- [Your objective]
Among the entries below, how many lines have the string "clinical" in them? Only the number should be given.

(Data entries)
◇ ◇ ◇

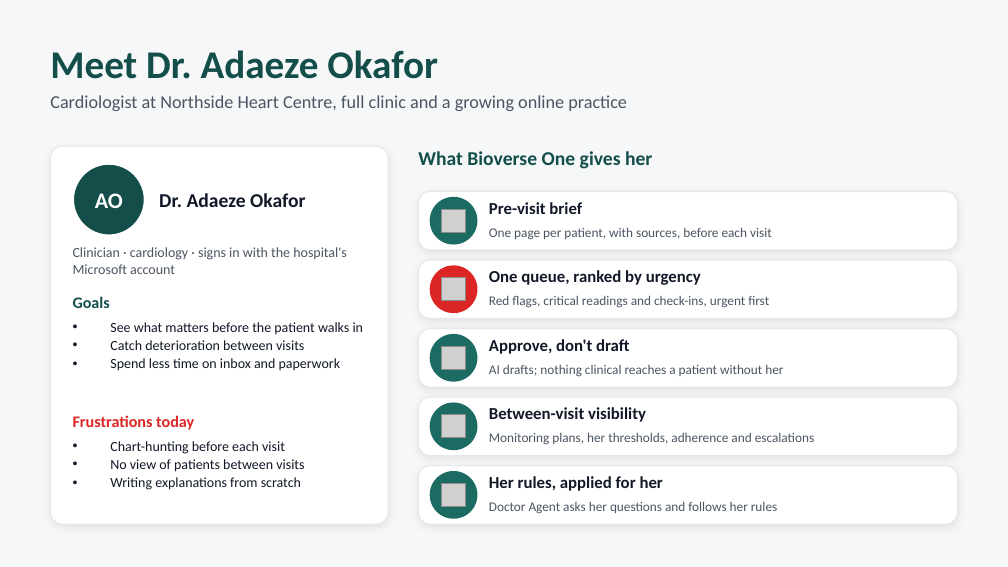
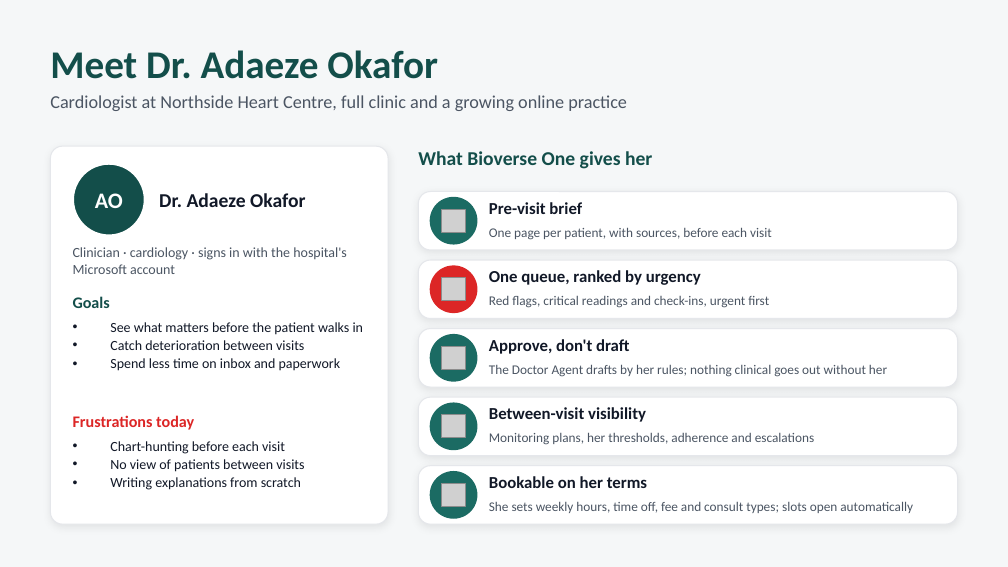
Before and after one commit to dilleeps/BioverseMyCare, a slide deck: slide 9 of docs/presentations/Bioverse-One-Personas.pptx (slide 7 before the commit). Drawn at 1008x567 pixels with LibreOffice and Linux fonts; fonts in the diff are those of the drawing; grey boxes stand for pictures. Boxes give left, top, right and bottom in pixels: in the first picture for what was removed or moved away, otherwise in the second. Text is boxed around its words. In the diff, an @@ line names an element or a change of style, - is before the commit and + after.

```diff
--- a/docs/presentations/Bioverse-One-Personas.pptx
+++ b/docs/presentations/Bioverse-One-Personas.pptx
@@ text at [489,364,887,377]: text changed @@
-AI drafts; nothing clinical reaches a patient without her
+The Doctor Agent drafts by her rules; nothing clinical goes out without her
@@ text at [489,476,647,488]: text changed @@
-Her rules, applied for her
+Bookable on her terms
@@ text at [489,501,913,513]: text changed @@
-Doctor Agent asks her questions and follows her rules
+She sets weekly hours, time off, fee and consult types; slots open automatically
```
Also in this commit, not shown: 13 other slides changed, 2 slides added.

◇ ◇ ◇

- [Written answer]
2